Апреля 18-го дня 1800 года».
— Сие отношение ни о чем не говорит. Ничего подозрительного в нем не вижу. Впротчем... — Гавриле Романычу стал припоминаться, но так и не припомнился некий анекдотец. Про то, как Павел Петрович одного капельмейстера искал, да найти не мог. Пропал тот капельмейстер! Или отлучился. Или его отлучили... — Тут мысль державинская споткнулась и продлевать ее ни вслух, ни про себя он не стал.
— Да ты, Гаврила Романыч, просто виду подать не хочешь! Подозрения-то и в тебе есть. Чую, вижу! Причины болезни и обстоятельства смерти не указаны. Про погребение и мертвое тело — молчок. А ведь сие должно указываться. Вот тебе и другая бумага. Она вроде ни о чем подозрительном не сообщает. Но принес для полноты знания.
— Жаль Фомина. Его «Орфей» так до сей поры в ушах и плещет... Только напрасно ты все это, Иван Афанасьевич, затеял. Фомину — не поможешь. И разбираться с ним никто не станет. До того ль! Важные дела у нас назревают. Император днем и ночью приказы умнейшие строчит. Кого в Сибирь усылает, кого из Сибири в столицу зовет. — Державин горько усмехнулся. — А ты со своим капельмейстером…

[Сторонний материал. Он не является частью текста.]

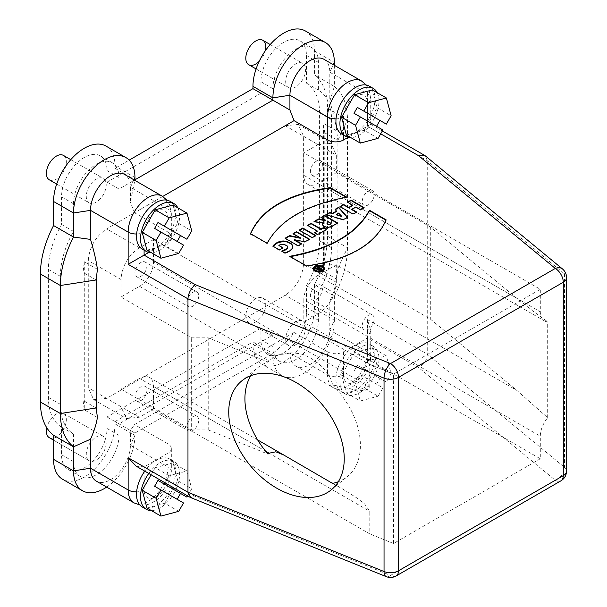 <?xml version="1.0" encoding="UTF-8"?>
<svg xmlns="http://www.w3.org/2000/svg" width="607" height="607" viewBox="0 0 607 607"><rect width="100%" height="100%" fill="white"/><g stroke="black" fill="none" stroke-linecap="round" stroke-linejoin="round"><path stroke-width="0.46" stroke-dasharray="3.04 2.28" d="M318.948 268.605L317.666 267.869L318.068 267.634M317.666 267.406L317.666 267.869M321.718 269.182L322.112 269.409L319.601 270.714L318.144 270.51L317.742 269.675M322.112 268.954L322.112 269.409M320.481 269.895L320.481 270.358M319.601 270.252L319.601 270.714M318.819 270.29L318.819 270.745M318.144 270.054L318.144 270.51M317.764 269.743L317.764 270.206M317.658 269.432L317.658 269.895M317.772 269.576L317.173 269.015M317.598 269.106L317.598 269.569M317.4 269.076L317.4 269.531M317.173 269.478L315.572 269.076L316.126 268.757M315.572 268.613L315.572 269.076M346.316 197.328L346.923 197.677C306.52 205.052 279.933 220.402 267.163 243.726L250.501 234.112L250.668 233.741M267.163 243.27L267.163 243.726M346.923 197.677L346.923 197.222M250.501 234.112L250.501 233.649M385.991 220.235L386.151 220.326C375.483 244.864 348.896 260.213 306.391 266.374L289.729 256.761L290.336 256.647M306.391 266.374L306.391 265.919M289.729 256.761L289.729 256.298M386.151 219.871L386.151 220.326M287.771 247.527L286.648 245.903L283.962 244.697L281.003 244.796L278.871 245.911M289.843 250.774L289.243 251.602L285.009 253.468L281.716 251.564L282.24 251.404M289.843 251.237L290.396 250.395M292.802 246.89L292.293 248.893L290.396 250.858M282.536 248.028L282.938 248.255L279.341 250.334L272.801 246.556L273.036 246.23M285.381 245.175L285.381 244.712M284.675 244.894L284.675 244.431M283.962 244.697L283.962 244.234M283.234 244.583L283.234 244.12M282.498 244.56L282.498 244.097M281.754 244.629L281.754 244.166M281.003 244.796L281.003 244.333M280.259 245.061L280.259 244.598M279.516 245.433L279.516 244.97M279.258 245.592L279.258 245.137M279.038 245.759L279.038 245.296M282.938 248.255L282.938 247.8M279.341 250.334L279.341 249.872M272.801 246.556L272.801 246.093M292.809 247.277L292.809 246.821M292.764 247.686L292.764 247.224M292.657 248.088L292.657 247.626M292.506 248.491L292.506 248.028M292.293 248.893L292.293 248.438M292.02 249.295L292.02 248.832M291.701 249.689L291.701 249.234M291.322 250.084L291.322 249.629M290.882 250.479L290.882 250.016M289.243 251.602L289.243 251.146M288.355 252.087L288.355 251.624M287.475 252.52L287.475 252.057M286.61 252.891L286.61 252.429M285.783 253.21L285.783 252.747M285.009 253.468L285.009 253.005M281.716 251.564L281.716 251.101M287.68 247.11L287.68 246.647M287.46 246.692L287.46 246.237M287.111 246.29L287.111 245.835M286.648 245.903L286.648 245.44M286.064 245.524L286.064 245.069M309.145 239.401L309.547 239.636L304.934 242.292L294.19 240.106M300.526 238.316L293.029 234.097L293.431 233.862M301.201 243.991L301.603 244.219L298.128 246.222L285.078 238.688L285.472 238.46M301.603 244.219L301.603 243.764M298.128 246.222L298.128 245.767M285.078 238.688L285.078 238.225M299.782 237.952L299.782 237.489M299.114 237.603L299.114 237.14M298.363 237.178L298.363 236.715M293.029 234.097L293.029 233.634M309.547 239.636L309.547 239.173M304.934 241.836L304.934 242.292M296.087 240.524L296.087 240.061M295.116 240.311L295.116 239.856M315.45 235.759L315.852 235.994L312.256 238.065L299.205 230.531L299.6 230.303M315.852 235.531L315.852 235.994M312.256 238.065L312.256 237.61M299.205 230.531L299.205 230.068M317.4 231.533L307.438 225.781L307.832 225.546M326.513 229.378L326.907 229.605L317.666 234.947L314.57 233.164L314.972 232.929M326.907 229.15L326.907 229.605M317.666 234.947L317.666 234.484M314.57 233.164L314.57 232.701M307.438 225.781L307.438 225.318M331.126 223.824L328.326 222.208L327.105 222.974L327.105 222.511M327.105 222.974L326.862 223.444M327.689 222.526L327.689 222.063M327.901 222.412L327.901 221.95M328.129 222.291L328.129 221.836M328.326 222.208L328.326 221.745M337.257 223.201L337.629 223.422L332.56 226.441L328.47 227.724L323.994 226.692L322.56 225.341L322.347 224.188M325.724 220.705L320.974 217.966L321.369 217.731M322.749 223.27L314.009 221.98L314.638 221.623M321.907 223.171L321.907 222.708M321.088 223.065L321.088 222.61M320.291 222.951L320.291 222.488M314.009 221.98L314.009 221.525M320.974 217.966L320.974 217.503M337.629 222.959L337.629 223.422M337.113 223.755L337.113 223.293M336.551 224.104L336.551 223.642M333.266 226.054L333.266 225.592M332.56 226.441L332.56 225.986M331.854 226.783L331.854 226.32M331.164 227.071L331.164 226.616M330.481 227.314L330.481 226.851M329.798 227.504L329.798 227.041M329.131 227.64L329.131 227.177M328.47 227.724L328.47 227.261M327.81 227.754L327.81 227.291M327.158 227.724L327.158 227.261M326.513 227.633L326.513 227.177M325.876 227.488L325.876 227.033M325.246 227.284L325.246 226.828M324.616 227.018L324.616 226.563M323.994 226.692L323.994 226.236M323.387 226.282L323.387 225.827M322.909 225.827L322.909 225.372M322.56 225.341L322.56 224.878M322.363 224.825L322.363 224.362M322.317 224.302L322.317 223.846M341.415 216.433L338.585 213.057M338.585 213.52L336.301 214.84M340.026 215.083L340.026 214.628M340.489 215.561L340.489 215.106M340.952 216.009L340.952 215.553M347.219 217.42L347.485 217.731L343.372 220.106L325.845 215.151L326.384 214.84M336.604 211.395L335.405 209.627M335.132 209.787L335.132 209.332M347.485 217.268L347.485 217.731M343.372 220.106L343.372 219.643M325.845 215.151L325.845 214.688M363.745 207.882L364.147 208.11L360.543 210.189L355.785 207.442L351.878 209.696M352.629 205.621L347.492 202.655L347.887 202.427M356.241 212.215L356.643 212.442L353.039 214.521L339.981 206.987L340.383 206.759M360.543 210.189L360.543 209.726M355.785 207.442L355.785 206.979M356.643 212.442L356.643 211.98M353.039 214.521L353.039 214.066M339.981 206.987L339.981 206.524M347.492 202.655L347.492 202.192M364.147 207.647L364.147 208.11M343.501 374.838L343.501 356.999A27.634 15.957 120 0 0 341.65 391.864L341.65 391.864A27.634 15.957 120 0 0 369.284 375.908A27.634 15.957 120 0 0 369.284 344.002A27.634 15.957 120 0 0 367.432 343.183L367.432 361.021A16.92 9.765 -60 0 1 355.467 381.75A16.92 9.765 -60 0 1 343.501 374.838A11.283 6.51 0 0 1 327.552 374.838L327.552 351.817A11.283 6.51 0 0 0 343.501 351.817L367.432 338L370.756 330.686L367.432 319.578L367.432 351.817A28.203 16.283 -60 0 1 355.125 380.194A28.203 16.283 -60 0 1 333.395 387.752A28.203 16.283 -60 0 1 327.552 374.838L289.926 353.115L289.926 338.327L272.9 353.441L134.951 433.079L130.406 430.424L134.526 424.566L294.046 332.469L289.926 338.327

— Да ведь без театру и без музыки, а хоть и без твоих стишков — империи конец! Не бесконечное стяжательство, а бесконечная отдача накопленного — вот путь российский! А мы капельмейстера в долговую яму загнали, заставляли партии репетировать. Дерзким стяжателям и накопителям — истинного нестяжателя на поживу отдали! А ведь он, Фомин, ко всему протчему — есть первый свободный художник музыки в России! Нашей российской музыки художник и родоначальник! Никем не назначенный, ничьей протекции не обязанный!
— Ладно, уймись. Давай втору бумагу. Прочту уж.
Иван Афанасьевич подал другую бумагу. Державин стал читать вслух.
«Присланный из Санкт-Петербургской полицейской Експедиции, оставшийся после умершего капельмейстера Евстигнея Фомина, данный от Академии аттестат, изломав на нем приложенную печать и замарав подпись, хранить в архиве, а как сей Фомин должен состоит Академии 33 рубля и 68 копеек, то за смертию его сию сумму из долговых списков исключить».
— Изломав печать... Жизнь ему изломали, а того не заметили. Имя его замарали — а в том себе не признались! И печать на нем была наша, российская! Печать беззакония и рабства… Но самое наиглавнейшее — печать дара на нем была. — Тут Дмитревский утишил голос. — А сию печать — и тебе, Гаврила Романыч, про то хорошо известно, — у нас ломают первой!